Tangentially related: Determining whether the user is a bot should be done by checking whether they have the bot right, i.e.

async function isUserBot() {
    const rights = await mw.user.getRights();

    return rights.indexOf( 'bot' ) !== -1;
}

IIRC the majority of instruments are synchronous. If you'd prefer not to rewrite your synchronous instrument to an asynchronous one, then you can leverage that checking group membership is a synchronous operation and that the bot group a built-in group and grants the bot right to its users:

function isUserBot() {
    const groups = mw.user.getGroups();

    return groups.indexOf( 'bot' ) !== -1;
}
cjming moved this task from Doing to Code Review on the Web-Team-Backlog (Kanbanana-FY-2021-22) board.
cjming subscribed.

Change 791422 merged by jenkins-bot:

[schemas/event/secondary@master] Add is-anon, is-bot properties to schema

https://gerrit.wikimedia.org/r/791422

Change 791425 merged by jenkins-bot:

[mediawiki/extensions/WikimediaEvents@master] Populate is-anon, is-bot properties during web a/b test enrollment

https://gerrit.wikimedia.org/r/791425

cjming updated the task description. (Show Details)
cjming updated the task description. (Show Details)
Jdlrobson subscribed.

This can be QAed directly in production.

@Jdlrobson, I'm unable to get this event. Can this be done in the network tab?

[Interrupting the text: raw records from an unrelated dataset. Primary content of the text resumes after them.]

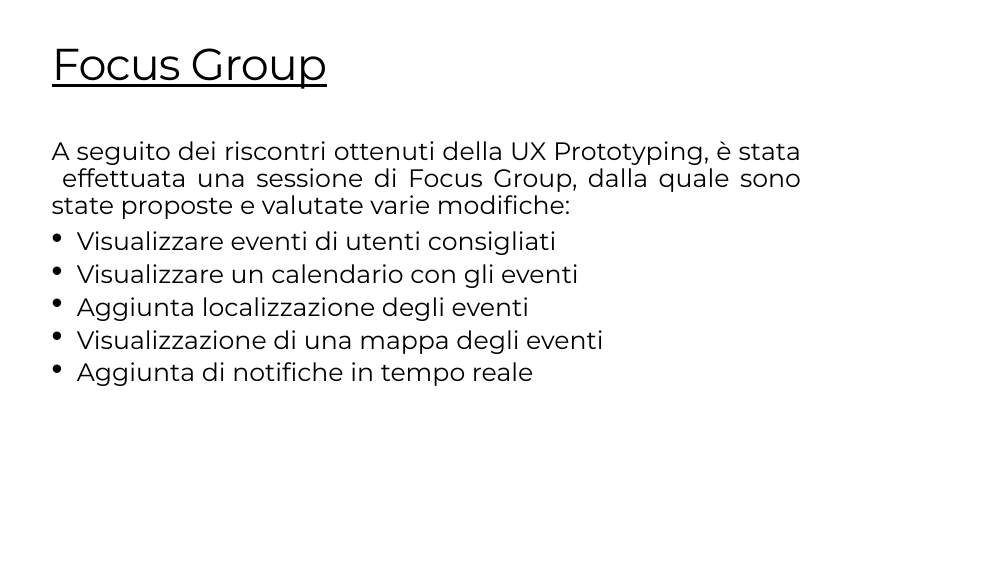
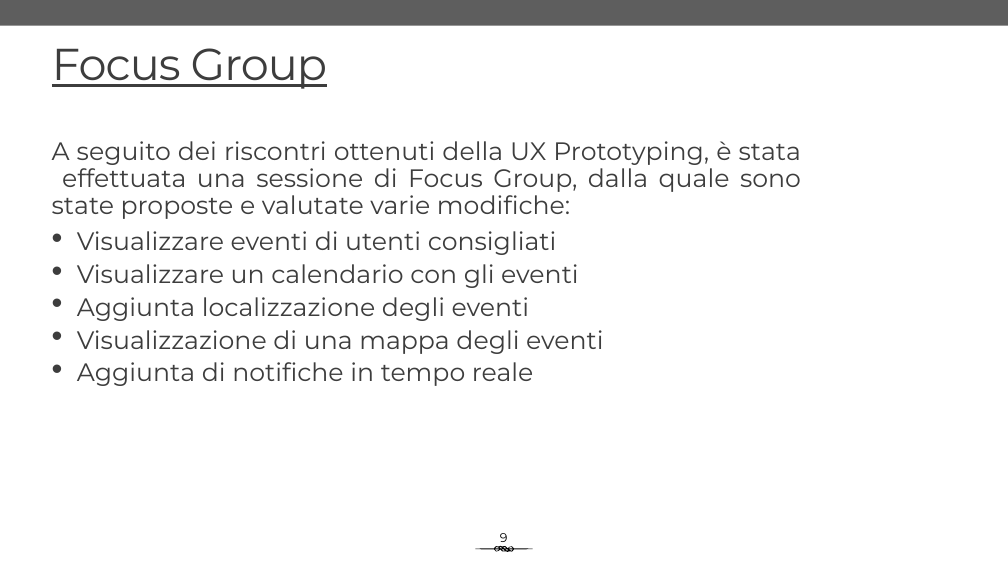
Before and after one commit to S-furi/web-dev-proj, a slide deck: slide 10 of docs/Presentazione-TW.pptx. Drawn at 1008x567 pixels with LibreOffice and Linux fonts; fonts in the diff are those of the drawing. Boxes give left, top, right and bottom in pixels: in the first picture for what was removed or moved away, otherwise in the second. Text is boxed around its words. In the diff, an @@ line names an element or a change of style, - is before the commit and + after.

```diff
--- a/docs/Presentazione-TW.pptx
+++ b/docs/Presentazione-TW.pptx
@@ rectangle added at (0, 0, 1008, 26), fill #5E5E5E @@
@@ title "Focus Group" at (52, 48, 328, 89): text colour #000000 to #3D3D3D @@
@@ text "A seguito dei riscontri ottenuti ..." at (52, 141, 802, 386): text colour #000000 to #3D3D3D @@
@@ text added at (500, 533, 508, 542), 24 pt, text #000000 @@
+9
@@ freeform shape added at (475, 546, 533, 552), fill #000000 @@
```
Also in this commit, not shown: 10 other slides changed, 1 other file.
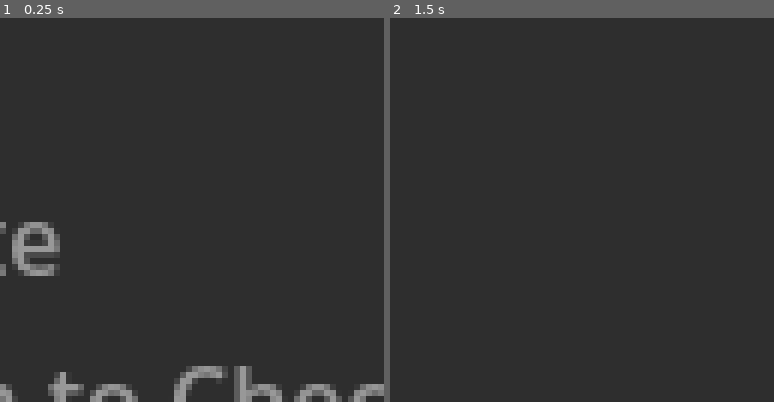
Above: before the commit, frames 1-2 (left to right).
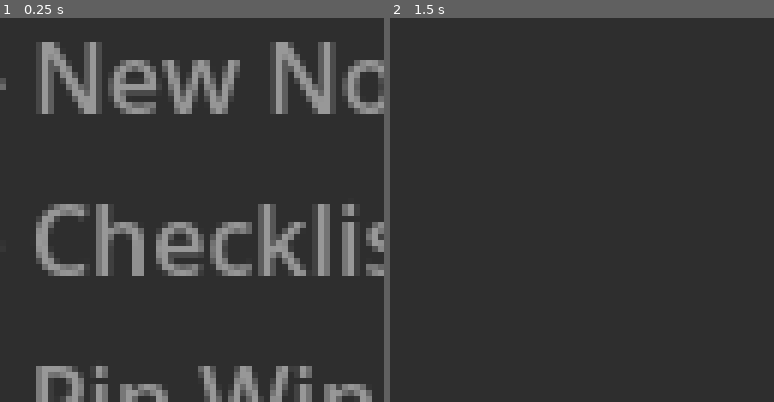
Above: after the commit, the same moments.

Repository: KaizNike/Godot-Notes
Game: Godot game, scene res://app.tscn
Two runs of this game, one before a commit and one after it. Both use one fixed random seed, a clock stepped at 60 frames per second and the inputs below.
Inputs (mouse positions are in pixels of both pictures, inside the frame that each line leads up to):
- Up to frame 1 (0.25 s): no input
- Up to frame 2 (1.5 s): click (582, 302) at 0.52 s; type "Alex" at 0.6 s; tap Enter at 1.25 s; hold Right (ui_right) from 1.28 s (still down); hold Space (space) from 1.28 s (still down)

The runs differ from the first frame. In frame 1, 21% of the frame differs, in the area x 0-100%, y 6-100%; in frame 2, nothing differs.
Error before the commit: Invalid access of index '0' on a base object of type: 'Array[Dictionary]'. (res://window.gd:119)
Error after the commit: Invalid access of index '0' on a base object of type: 'Array[Dictionary]'. (res://window.gd:135)

Commit message:
Godot 4.3 Switch
Speech Refinement
Retune of Loading to Use Early Returns
Hotkeys

Diff:
--- a/Godot Notes/Globals.gd
+++ b/Godot Notes/Globals.gd
@@ -2,4 +2,6 @@
 
 signal add_note
 
-var speech = true
+var speech = false
+var queue_speech = false
+var is_speech_option_loaded = false
--- a/Godot Notes/app.gd
+++ b/Godot Notes/app.gd
@@ -14,7 +14,12 @@
 	root_window = $Window
 	Globals.add_note.connect(add_note)
 	#get_tree().set_auto_accept_quit(false)
-	load_notes()
+	DisplayServer.tts_pause()
+	var check = load_notes()
+	if check and Globals.is_speech_option_loaded and Globals.queue_speech:
+		Globals.speech = true
+	if not Globals.is_speech_option_loaded:
+		Globals.speech = true
 	if Globals.speech:
 		var voices = DisplayServer.tts_get_voices()
 		DisplayServer.tts_stop()
@@ -142,72 +147,74 @@
 	pass
 
 
-func load_notes():
+func load_notes() -> bool:
 	var compatibility = ""
 	var saveLoad = ResourceLoader.load("user://notes.tres")
 	#var root_window = $Window
 	if not saveLoad:
 		print("Load error!")
-	else:
-		var versionCheck = saveLoad.version_iteration
-		#VERSION CHECK
-		if not versionCheck:
-			compatibility = "V1"
-		if versionCheck >= 4:
-			Globals.speech = saveLoad.speech
-		var notes = saveLoad.save_notes.duplicate(true)
-		if not notes:
-			print("No notes!")
-		else:
+		return false
+	var versionCheck = saveLoad.version_iteration
+	#VERSION CHECK
+	if not versionCheck:
+		compatibility = "V1"
+	if versionCheck >= 4:
+		Globals.queue_speech = saveLoad.speech
+		Globals.is_speech_option_loaded = true
+	var notes = saveLoad.save_notes.duplicate(true)
+	if not notes:
+		print("No notes!")
+		return false
 #Iterate over notes, check first if child then move to screen
-			for noteI in notes:
-				if noteI.child == false:
-					root_window.queue_free()
-					noteNum = 1
-					var new_note = note.instantiate()
-					#new_note.child = true
-					#new_note.transient = true
-					new_note.title = "Godot Notes! Main Note" + ": " + noteI.title
-					new_note.window_name = "Godot Notes! Main Note"
-					new_note.get_node("VBoxContainer/HBoxContainer/TitleEditor").text = noteI.title
-					new_note.get_node("VBoxContainer/HBoxContainer/TitleEditor").placeholder_text = "First Note"
-					new_note.get_node("VBoxContainer/ScrollContainer/VBoxContainer2/TextEdit").text = noteI.text
-					new_note.get_node("VBoxContainer/HBoxContainer/FocusButton").button_pressed = noteI.focused
-					if not compatibility == "V1":
-						for item in noteI.checkboxes:
-							new_note.add_check_note(item)
-					if not compatibility == "V1" and versionCheck >= 3:
-						new_note.size = noteI.size
-					new_note.initial_position = Window.WINDOW_INITIAL_POSITION_ABSOLUTE
-					new_note.position = noteI.pos
-					add_child(new_note)
-					root_window = new_note
-					noteNum += 1
-			for noteI in notes:
-				if noteI.child == true:
-						#root_window.queue_free()
-						#noteNum = 1
-						var new_note = note.instantiate()
-						#new_note.child = true
-						#new_note.transient = true
-						new_note.title = "Godot Notes! Note #" + str(noteNum) + ": " + noteI.title
-						new_note.window_name = "Godot Notes! Note #" + str(noteNum)
-						new_note.get_node("VBoxContainer/HBoxContainer/TitleEditor").text = noteI.title
-						new_note.get_node("VBoxContainer/HBoxContainer/TitleEditor").placeholder_text = "Note #" + str(noteNum)
-						new_note.get_node("VBoxContainer/ScrollContainer/VBoxContainer2/TextEdit").text = noteI.text
-						new_note.get_node("VBoxContainer/HBoxContainer/FocusButton").button_pressed = noteI.focused
-						if not compatibility == "V1":
-							for item in noteI.checkboxes:
-								new_note.add_check_note(item)
-						if not compatibility == "V1" and versionCheck >= 3:
-							new_note.size = noteI.size
-						new_note.child = noteI.child
-						new_note.initial_position = Window.WINDOW_INITIAL_POSITION_ABSOLUTE
-						new_note.position = noteI.pos
-						root_window.add_child(new_note)
-						noteNum += 1
-			pass
+	for noteI in notes:
+		if noteI.child == false:
+			root_window.queue_free()
+			noteNum = 1
+			var new_note = note.instantiate()
+			#new_note.child = true
+			#new_note.transient = true
+			new_note.title = "Godot Notes! Main Note" + ": " + noteI.title
+			new_note.window_name = "Godot Notes! Main Note"
+			new_note.get_node("VBoxContainer/HBoxContainer/TitleEditor").text = noteI.title
+			new_note.get_node("VBoxContainer/HBoxContainer/TitleEditor").placeholder_text = "First Note"
+			new_note.get_node("VBoxContainer/ScrollContainer/VBoxContainer2/TextEdit").text = noteI.text
+			new_note.get_node("VBoxContainer/HBoxContainer/FocusButton").button_pressed = noteI.focused
+			if not compatibility == "V1":
+				for item in noteI.checkboxes:
+					new_note.add_check_note(item)
+			if not compatibility == "V1" and versionCheck >= 3:
+				new_note.size = noteI.size
+			new_note.initial_position = Window.WINDOW_INITIAL_POSITION_ABSOLUTE
+			new_note.position = noteI.pos
+			add_child(new_note)
+			root_window = new_note
+			noteNum += 1
+	for noteI in notes:
+		if noteI.child == true:
+			#root_window.queue_free()
+			#noteNum = 1
+			var new_note = note.instantiate()
+			#new_note.child = true
+			#new_note.transient = true
+			new_note.title = "Godot Notes! Note #" + str(noteNum) + ": " + noteI.title
+			new_note.window_name = "Godot Notes! Note #" + str(noteNum)
+			new_note.get_node("VBoxContainer/HBoxContainer/TitleEditor").text = noteI.title
+			new_note.get_node("VBoxContainer/HBoxContainer/TitleEditor").placeholder_text = "Note #" + str(noteNum)
+			new_note.get_node("VBoxContainer/ScrollContainer/VBoxContainer2/TextEdit").text = noteI.text
+			new_note.get_node("VBoxContainer/HBoxContainer/FocusButton").button_pressed = noteI.focused
+			if not compatibility == "V1":
+				for item in noteI.checkboxes:
+					new_note.add_check_note(item)
+			if not compatibility == "V1" and versionCheck >= 3:
+				new_note.size = noteI.size
+			new_note.child = noteI.child
+			new_note.initial_position = Window.WINDOW_INITIAL_POSITION_ABSOLUTE
+			new_note.position = noteI.pos
+			root_window.add_child(new_note)
+			noteNum += 1
+	pass
 	print(noteNum-1, " Notes loaded:")
+	return true
 	pass
 
 
--- a/Godot Notes/app.tscn
+++ b/Godot Notes/app.tscn
@@ -9,6 +9,14 @@
 
 [node name="Window" parent="." instance=ExtResource("2_iofw7")]
 title = "Godot Notes! Main Note"
+
+[node name="TextEdit" parent="Window/VBoxContainer/ScrollContainer/VBoxContainer2" index="0"]
+placeholder_text = "Type here! Ctrl S saves.
+Naviagate with Ctrl Tab
+Ctrl Shift + - New Note
+Ctrl Shift * - Checklist item
+Ctrl Shift ^ - Pin Window
+F2 - Toggle Speech"
 
 [node name="QuitPopup" type="Popup" parent="."]
 initial_position = 4
--- a/Godot Notes/project.godot
+++ b/Godot Notes/project.godot
@@ -12,7 +12,7 @@
 
 config/name="Godot Notes"
 run/main_scene="res://app.tscn"
-config/features=PackedStringArray("4.2", "GL Compatibility")
+config/features=PackedStringArray("4.3", "GL Compatibility")
 config/icon="res://godotnotesicon.png"
 
 [audio]
@@ -35,47 +35,63 @@
 
 ui_focus_next={
 "deadzone": 0.5,
-"events": [Object(InputEventKey,"resource_local_to_scene":fa …(174 unchanged characters)… l_keycode":0,"key_label":0,"unicode":0,"echo":false,"script":null)
+"events": [Object(InputEventKey,"resource_local_to_scene":fa …(174 unchanged characters)… l_keycode":0,"key_label":0,"unicode":0,"location":0,"echo":false,"script":null)
 ]
 }
 ui_focus_prev={
 "deadzone": 0.5,
-"events": [Object(InputEventKey,"resource_local_to_scene":fa …(173 unchanged characters)… l_keycode":0,"key_label":0,"unicode":0,"echo":false,"script":null)
+"events": [Object(InputEventKey,"resource_local_to_scene":fa …(173 unchanged characters)… l_keycode":0,"key_label":0,"unicode":0,"location":0,"echo":false,"script":null)
 ]
 }
 save={
 "deadzone": 0.5,
-"events": [Object(InputEventKey,"resource_local_to_scene":fa …(169 unchanged characters)… _keycode":83,"key_label":0,"unicode":0,"echo":false,"script":null)
+"events": [Object(InputEventKey,"resource_local_to_scene":fa …(169 unchanged characters)… _keycode":83,"key_label":0,"unicode":0,"location":0,"echo":false,"script":null)
 ]
 }
 quit={
 "deadzone": 0.5,
-"events": [Object(InputEventKey,"resource_local_to_scene":fa …(175 unchanged characters)… ode":4194305,"key_label":0,"unicode":0,"echo":false,"script":null)
+"events": [Object(InputEventKey,"resource_local_to_scene":fa …(175 unchanged characters)… ode":4194305,"key_label":0,"unicode":0,"location":0,"echo":false,"script":null)
 ]
 }
 help={
 "deadzone": 0.5,
-"events": [Object(InputEventKey,"resource_local_to_scene":fa …(175 unchanged characters)… ode":4194332,"key_label":0,"unicode":0,"echo":false,"script":null)
+"events": [Object(InputEventKey,"resource_local_to_scene":fa …(175 unchanged characters)… ode":4194332,"key_label":0,"unicode":0,"location":0,"echo":false,"script":null)
 ]
 }
 shift_forward={
 "deadzone": 0.5,
-"events": [Object(InputEventKey,"resource_local_to_scene":fa …(174 unchanged characters)… ode":4194306,"key_label":0,"unicode":0,"echo":false,"script":null)
+"events": [Object(InputEventKey,"resource_local_to_scene":fa …(174 unchanged characters)… ode":4194306,"key_label":0,"unicode":0,"location":0,"echo":false,"script":null)
 ]
 }
 shift_back={
 "deadzone": 0.5,
-"events": [Object(InputEventKey,"resource_local_to_scene":fa …(173 unchanged characters)… ode":4194306,"key_label":0,"unicode":0,"echo":false,"script":null)
+"events": [Object(InputEventKey,"resource_local_to_scene":fa …(173 unchanged characters)… ode":4194306,"key_label":0,"unicode":0,"location":0,"echo":false,"script":null)
 ]
 }
 space={
 "deadzone": 0.5,
-"events": [Object(InputEventKey,"resource_local_to_scene":fa …(171 unchanged characters)… keycode":32,"key_label":0,"unicode":32,"echo":false,"script":null)
+"events": [Object(InputEventKey,"resource_local_to_scene":fa …(171 unchanged characters)… keycode":32,"key_label":0,"unicode":32,"location":0,"echo":false,"script":null)
 ]
 }
 toggle_speech={
 "deadzone": 0.5,
-"events": [Object(InputEventKey,"resource_local_to_scene":fa …(175 unchanged characters)… ode":4194333,"key_label":0,"unicode":0,"echo":false,"script":null)
+"events": [Object(InputEventKey,"resource_local_to_scene":fa …(175 unchanged characters)… ode":4194333,"key_label":0,"unicode":0,"location":0,"echo":false,"script":null)
+]
+}
+new_note={
+"deadzone": 0.5,
+"events": [Object(InputEventKey,"resource_local_to_scene":false,"resource_name":"","device":-1,"window_id":0,"alt_pressed":false,"shift_pressed":false,"ctrl_pressed":true,"meta_pressed":false,"pressed":false,"keycode":0,"physical_keycode":61,"key_label":0,"unicode":0,"location":0,"echo":false,"script":null)
+, Object(InputEventKey,"resource_local_to_scene":false,"resource_name":"","device":-1,"window_id":0,"alt_pressed":false,"shift_pressed":false,"ctrl_pressed":true,"meta_pressed":false,"pressed":false,"keycode":0,"physical_keycode":4194437,"key_label":0,"unicode":0,"location":0,"echo":false,"script":null)
+]
+}
+new_checkbox={
+"deadzone": 0.5,
+"events": [Object(InputEventKey,"resource_local_to_scene":false,"resource_name":"","device":-1,"window_id":0,"alt_pressed":false,"shift_pressed":true,"ctrl_pressed":true,"meta_pressed":false,"pressed":false,"keycode":0,"physical_keycode":56,"key_label":0,"unicode":0,"location":0,"echo":false,"script":null)
+]
+}
+pin={
+"deadzone": 0.5,
+"events": [Object(InputEventKey,"resource_local_to_scene":false,"resource_name":"","device":-1,"window_id":0,"alt_pressed":false,"shift_pressed":true,"ctrl_pressed":true,"meta_pressed":false,"pressed":false,"keycode":0,"physical_keycode":54,"key_label":0,"unicode":0,"location":0,"echo":false,"script":null)
 ]
 }
 
--- a/Godot Notes/window.gd
+++ b/Godot Notes/window.gd
@@ -85,6 +85,12 @@
 		else:
 			var voices = DisplayServer.tts_get_voices()
 			DisplayServer.tts_speak("Speech on!", voices[0].id,100)
+	if event.is_action_pressed("new_note"):
+		_on_add_button_pressed()
+	if event.is_action_pressed("new_checkbox"):
+		add_check_note("")
+	if event.is_action_pressed("pin"):
+		$VBoxContainer/HBoxContainer/FocusButton.button_pressed = !$VBoxContainer/HBoxContainer/FocusButton.button_pressed
 
 
 
@@ -121,16 +127,16 @@
 
 
 func _on_focus_entered():
-	return
-	#var text = $VBoxContainer/HBoxContainer/TitleEditor.text
-	#if not text:
-		#text = "Empty titled note " + $VBoxContainer/HBoxContainer/TitleEditor.placeholder_text
-	#var voices = DisplayServer.tts_get_voices()
+	#return
+	var text = $VBoxContainer/HBoxContainer/TitleEditor.text
+	if not text:
+		text = "Empty titled note " + $VBoxContainer/HBoxContainer/TitleEditor.placeholder_text
+	var voices = DisplayServer.tts_get_voices()
+	DisplayServer.tts_speak(text,voices[0].id,100)
+	$VBoxContainer/HBoxContainer/TitleEditor.grab_focus()
+	text = "Title bar focused."
 	#DisplayServer.tts_speak(text,voices[0].id,100)
-	#$VBoxContainer/HBoxContainer/TitleEditor.grab_focus()
-	#text = "Title bar focused."
-	##DisplayServer.tts_speak(text,voices[0].id,100)
-	#pass # Replace with function body.
+	pass # Replace with function body.
 
 
 func _on_title_editor_text_changed(new_text):
--- a/Godot Notes/window.tscn
+++ b/Godot Notes/window.tscn
@@ -64,12 +64,11 @@
 size_flags_vertical = 3
 size_flags_stretch_ratio = 3.0
 tooltip_text = "Note Body - Write Here!"
-placeholder_text = "Text goest here!
-CTRL+S to Save to Docs.
-
+placeholder_text = "Type here! Ctrl + S saves.
+Ctrl + Tab/Ctrl + Shift Tab to Navigate
 + - New Note
 * - Add Item to Checklist
-^ - Pin Window above all else
+^ - Pin Window to top
 F2 - Toggle Speech"
 wrap_mode = 1
 draw_tabs = true
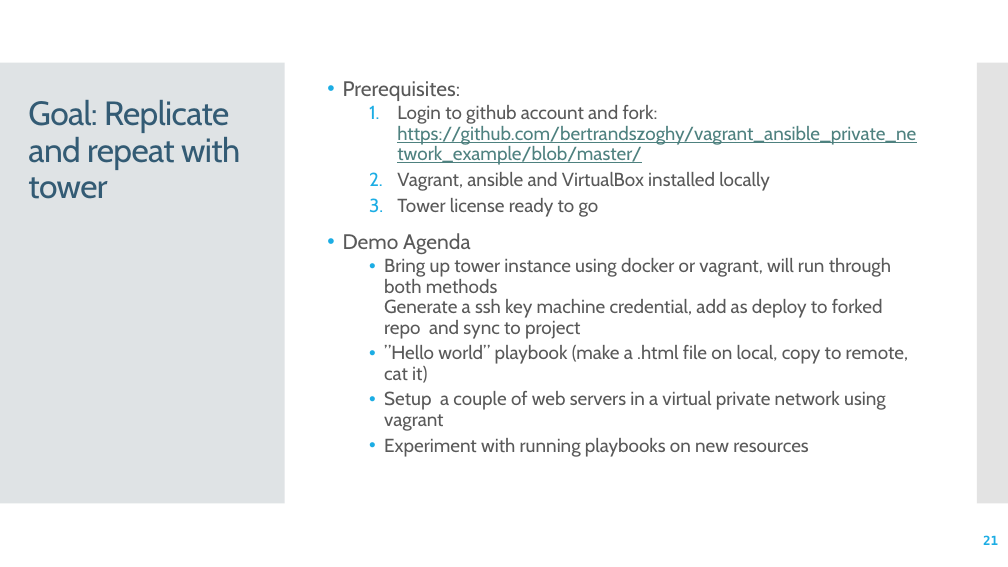
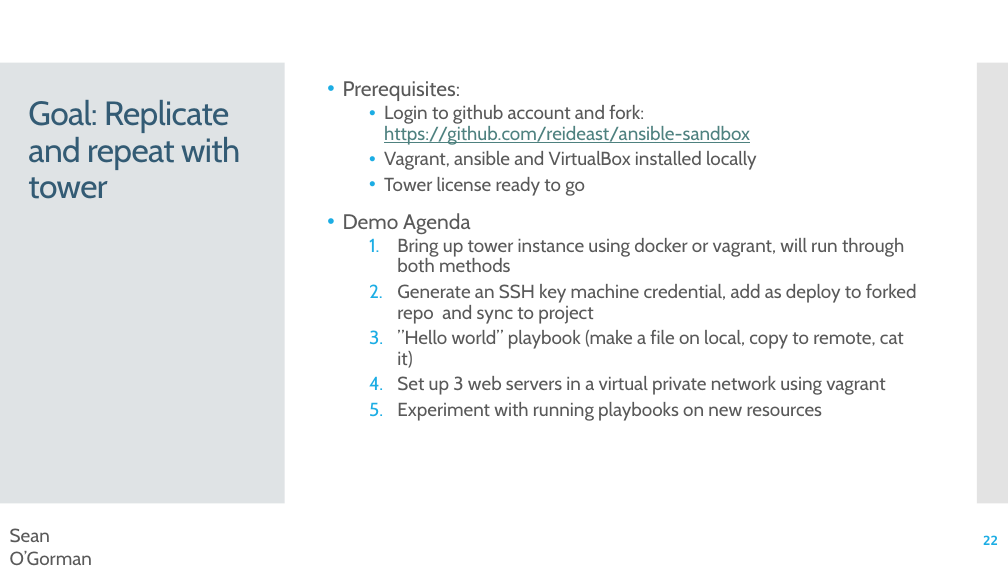
Before and after one commit to reideast/ansible-sandbox, a slide deck: slide 22 of Ansible ABC's and Tower Tips.pptx (slide 21 before the commit). Drawn at 1008x567 pixels with LibreOffice and Linux fonts; fonts in the diff are those of the drawing. Boxes give left, top, right and bottom in pixels: in the first picture for what was removed or moved away, otherwise in the second. Text is boxed around its words. In the diff, an @@ line names an element or a change of style, - is before the commit and + after.

Commit message:
Update presentation

```diff
--- a/Ansible ABC's and Tower Tips.pptx
+++ b/Ansible ABC's and Tower Tips.pptx
@@ text at [384, 105, 750, 145]: text changed @@
-  1. Login to github account and fork: https://github.com/bertrandszoghy/vagrant_ansible_private_network_example/blob/master/
+  • Login to github account and fork: https://github.com/reideast/ansible-sandbox
@@ text at [384, 151, 822, 421]: bullet 1. to •; bullet • to 1. @@
@@ text at [397, 238, 917, 395]: text changed @@
-  • Bring up tower instance using docker or vagrant, will run through both methods
-    Generate a ssh key machine credential, add as deploy to forked repo and sync to project
-  • ”Hello world” playbook (make a .html file on local, copy to remote, cat it)
-  • Setup a couple of web servers in a virtual private network using vagrant
+  1. Bring up tower instance using docker or vagrant, will run through both methods
+  2. Generate an SSH key machine credential, add as deploy to forked repo and sync to project
+  3. ”Hello world” playbook (make a file on local, copy to remote, cat it)
+  4. Set up 3 web servers in a virtual private network using vagrant
@@ text added at [10, 528, 92, 565], 18 pt, text #595959 @@
+Sean O’Gorman
@@ page number at [983, 535, 998, 545]: text changed @@
-21
+22
```
Also in this commit, not shown: 19 other slides changed, 1 slide added.

hi @Edtadros - not sure how to test this thoroughly in production. I had a workaround for how to test locally with

mw.config.set( 'wgUserGroups', [ '*', 'bot' ] );

injected into the isUserBot() function.

Edtadros subscribed.

Test Result - Prod

Status: ✅ PASS
Environment: frwiki
OS: macOS Monterey
Browser: Chrome
Device: MBP
Emulated Device:NA

Test Artifact(s):

QA Steps

✅ AC1: Add field in mediawiki_web_ab_test_enrollment that tracks whether user is anon
✅ AC2: Add field in mediawiki_web_ab_test_enrollment that tracks whether user is bot

Screen Shot 2022-06-02 at 3.13.58 PM.png (271×789 px, 50 KB)

Screen Shot 2022-06-02 at 3.22.25 PM.png (229×769 px, 44 KB)

Screen Shot 2022-06-02 at 3.15.54 PM.png (274×830 px, 51 KB)

Thanks @cjming for your help testing this!